### [TASK DETAILS]
Without any pictures, the records below should be reproduced exactly.

Stored data:
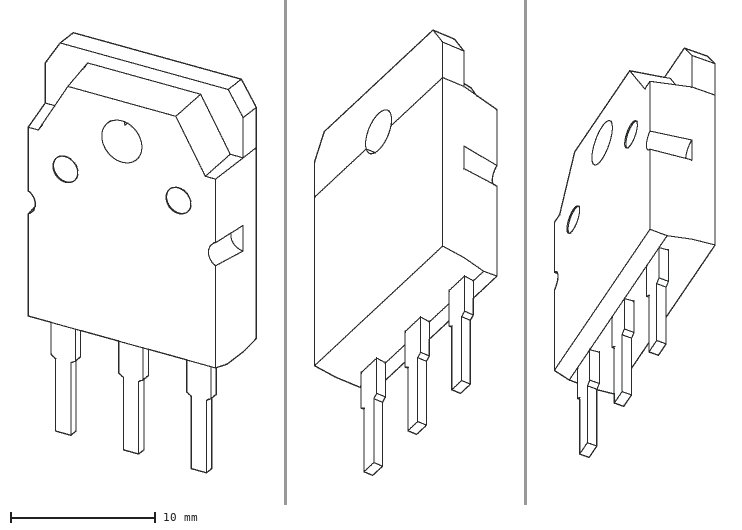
import cadquery as cq

height = 29.3
width = 15.9
depth = 4.8
tab_thickness = 1.8
step_y = -tab_thickness
front_y = -depth
half_width = width / 2

tab_bottom_z = 24.3
tab_corner_x = 1.2
tab_corner_z = 1.88
hole_radius = 1.6
hole_z = 24.8

draft_drop = 0.4
slant_rise = 4.05
slant_run = 2.37
step_top_z = tab_bottom_z + slant_rise
step_top_half = 4.55
step_shoulder_half = step_top_half + slant_run
front_top_z = step_top_z - draft_drop
front_top_half = 4.35
front_shoulder_z = tab_bottom_z - draft_drop
front_shoulder_half = front_top_half + slant_run
front_half = 7.53

back_bottom_z = 9.38
lowest_z = 8.9
front_bottom_z = 9.15

notch_radius = 1.0
notch_z = 18.02
mark_radius = 1.0
mark_x = 4.55
mark_z = 21.4
mark_depth = 0.1

lead_pitch = 5.45
lead_wide = 1.95
lead_narrow = 1.23
lead_thickness = 0.73
lead_front_y = -3.57
lead_shoulder_z = 5.9
lead_neck_z = 5.65
lead_insertion = 0.6
lead_top_z = lowest_z + lead_insertion


def front_plane(y):
    """XZ sketch plane at the given Y, extruding towards -Y."""
    return cq.Workplane("XZ", origin=(0, y, 0))


def front_cylinder(x, z, radius, start_y, end_y):
    return front_plane(start_y).center(x, z).circle(radius).extrude(start_y - end_y)


def mirrored_outline(right_side):
    """Complete a symmetric outline from its right-hand points, listed bottom to top."""
    left_side = [(-x, z) for x, z in reversed(right_side)]
    return right_side + left_side


def make_tab():
    outline = mirrored_outline([
        (half_width, tab_bottom_z),
        (half_width, height - tab_corner_z),
        (half_width - tab_corner_x, height),
    ])
    plate = front_plane(0).polyline(outline).close().extrude(tab_thickness)
    return plate.cut(front_cylinder(0, hole_z, hole_radius, 0, step_y))


def make_moulding_block():
    """Straight-sided back joined to a drafted front, trimmed to the sloping underside."""
    back_outline = mirrored_outline([(half_width, lowest_z), (half_width, tab_bottom_z)])
    back = front_plane(0).polyline(back_outline).close().extrude(tab_thickness)

    step_outline = mirrored_outline([
        (half_width, lowest_z),
        (half_width, tab_bottom_z),
        (step_shoulder_half, tab_bottom_z),
        (step_top_half, step_top_z),
    ])
    front_outline = mirrored_outline([
        (front_half, lowest_z),
        (front_half, front_shoulder_z),
        (front_shoulder_half, front_shoulder_z),
        (front_top_half, front_top_z),
    ])
    front = (
        front_plane(step_y).polyline(step_outline).close()
        .workplane(offset=depth - tab_thickness).polyline(front_outline).close()
        .loft(ruled=True)
    )

    side_profile = [
        (0, back_bottom_z),
        (lead_front_y, lowest_z),
        (front_y, front_bottom_z),
        (front_y, height),
        (0, height),
    ]
    envelope = cq.Workplane("YZ").polyline(side_profile).close().extrude(half_width, both=True)
    return back.union(front).intersect(envelope)


def make_moulding(leads):
    moulding = make_moulding_block()
    moulding = moulding.cut(front_cylinder(0, hole_z, hole_radius, 0, front_y))
    for side in (-1, 1):
        moulding = moulding.cut(
            front_cylinder(side * half_width, notch_z, notch_radius, step_y, front_y)
        )
        moulding = moulding.cut(
            front_cylinder(side * mark_x, mark_z, mark_radius, front_y + mark_depth, front_y)
        )
    for lead in leads:
        moulding = moulding.cut(lead)
    return moulding


def make_lead(x):
    outline = mirrored_outline([
        (lead_narrow / 2, 0),
        (lead_narrow / 2, lead_neck_z),
        (lead_wide / 2, lead_shoulder_z),
        (lead_wide / 2, lead_top_z),
    ])
    lead_back_y = lead_front_y + lead_thickness
    return front_plane(lead_back_y).polyline(outline).close().extrude(lead_thickness).translate((x, 0, 0))


tab = make_tab()
leads = [make_lead(position * lead_pitch) for position in (-1, 0, 1)]
moulding = make_moulding(leads)

result = cq.Compound.makeCompound([tab.val(), moulding.val(), *[lead.val() for lead in leads]])

### [WRITTEN RESPONSE]
import cadquery as cq

height = 29.3
width = 15.9
depth = 4.8
tab_thickness = 1.8
step_y = -tab_thickness
front_y = -depth
half_width = width / 2

tab_bottom_z = 24.3
tab_corner_x = 1.2
tab_corner_z = 1.88
hole_radius = 1.6
hole_z = 24.8

draft_drop = 0.4
slant_rise = 4.05
slant_run = 2.37
step_top_z = tab_bottom_z + slant_rise
step_top_half = 4.55
step_shoulder_half = step_top_half + slant_run
front_top_z = step_top_z - draft_drop
front_top_half = 4.35
front_shoulder_z = tab_bottom_z - draft_drop
front_shoulder_half = front_top_half + slant_run
front_half = 7.53

back_bottom_z = 9.38
lowest_z = 8.9
front_bottom_z = 9.15

notch_radius = 1.0
notch_z = 18.02
mark_radius = 1.0
mark_x = 4.55
mark_z = 21.4
mark_depth = 0.1

lead_pitch = 5.45
lead_wide = 1.95
lead_narrow = 1.23
lead_thickness = 0.73
lead_front_y = -3.57
lead_shoulder_z = 5.9
lead_neck_z = 5.65
lead_insertion = 0.6
lead_top_z = lowest_z + lead_insertion


def front_plane(y):
    """XZ sketch plane at the given Y, extruding towards -Y."""
    return cq.Workplane("XZ", origin=(0, y, 0))


def front_cylinder(x, z, radius, start_y, end_y):
    return front_plane(start_y).center(x, z).circle(radius).extrude(start_y - end_y)


def mirrored_outline(right_side):
    """Complete a symmetric outline from its right-hand points, listed bottom to top."""
    left_side = [(-x, z) for x, z in reversed(right_side)]
    return right_side + left_side


def make_tab():
    outline = mirrored_outline([
        (half_width, tab_bottom_z),
        (half_width, height - tab_corner_z),
        (half_width - tab_corner_x, height),
    ])
    plate = front_plane(0).polyline(outline).close().extrude(tab_thickness)
    return plate.cut(front_cylinder(0, hole_z, hole_radius, 0, step_y))


def make_moulding_block():
    """Straight-sided back joined to a drafted front, trimmed to the sloping underside."""
    back_outline = mirrored_outline([(half_width, lowest_z), (half_width, tab_bottom_z)])
    back = front_plane(0).polyline(back_outline).close().extrude(tab_thickness)

    step_outline = mirrored_outline([
        (half_width, lowest_z),
        (half_width, tab_bottom_z),
        (step_shoulder_half, tab_bottom_z),
        (step_top_half, step_top_z),
    ])
    front_outline = mirrored_outline([
        (front_half, lowest_z),
        (front_half, front_shoulder_z),
        (front_shoulder_half, front_shoulder_z),
        (front_top_half, front_top_z),
    ])
    front = (
        front_plane(step_y).polyline(step_outline).close()
        .workplane(offset=depth - tab_thickness).polyline(front_outline).close()
        .loft(ruled=True)
    )

    side_profile = [
        (0, back_bottom_z),
        (lead_front_y, lowest_z),
        (front_y, front_bottom_z),
        (front_y, height),
        (0, height),
    ]
    envelope = cq.Workplane("YZ").polyline(side_profile).close().extrude(half_width, both=True)
    return back.union(front).intersect(envelope)


def make_moulding(leads):
    moulding = make_moulding_block()
    moulding = moulding.cut(front_cylinder(0, hole_z, hole_radius, 0, front_y))
    for side in (-1, 1):
        moulding = moulding.cut(
            front_cylinder(side * half_width, notch_z, notch_radius, step_y, front_y)
        )
        moulding = moulding.cut(
            front_cylinder(side * mark_x, mark_z, mark_radius, front_y + mark_depth, front_y)
        )
    for lead in leads:
        moulding = moulding.cut(lead)
    return moulding


def make_lead(x):
    outline = mirrored_outline([
        (lead_narrow / 2, 0),
        (lead_narrow / 2, lead_neck_z),
        (lead_wide / 2, lead_shoulder_z),
        (lead_wide / 2, lead_top_z),
    ])
    lead_back_y = lead_front_y + lead_thickness
    return front_plane(lead_back_y).polyline(outline).close().extrude(lead_thickness).translate((x, 0, 0))


tab = make_tab()
leads = [make_lead(position * lead_pitch) for position in (-1, 0, 1)]
moulding = make_moulding(leads)

result = cq.Compound.makeCompound([tab.val(), moulding.val(), *[lead.val() for lead in leads]])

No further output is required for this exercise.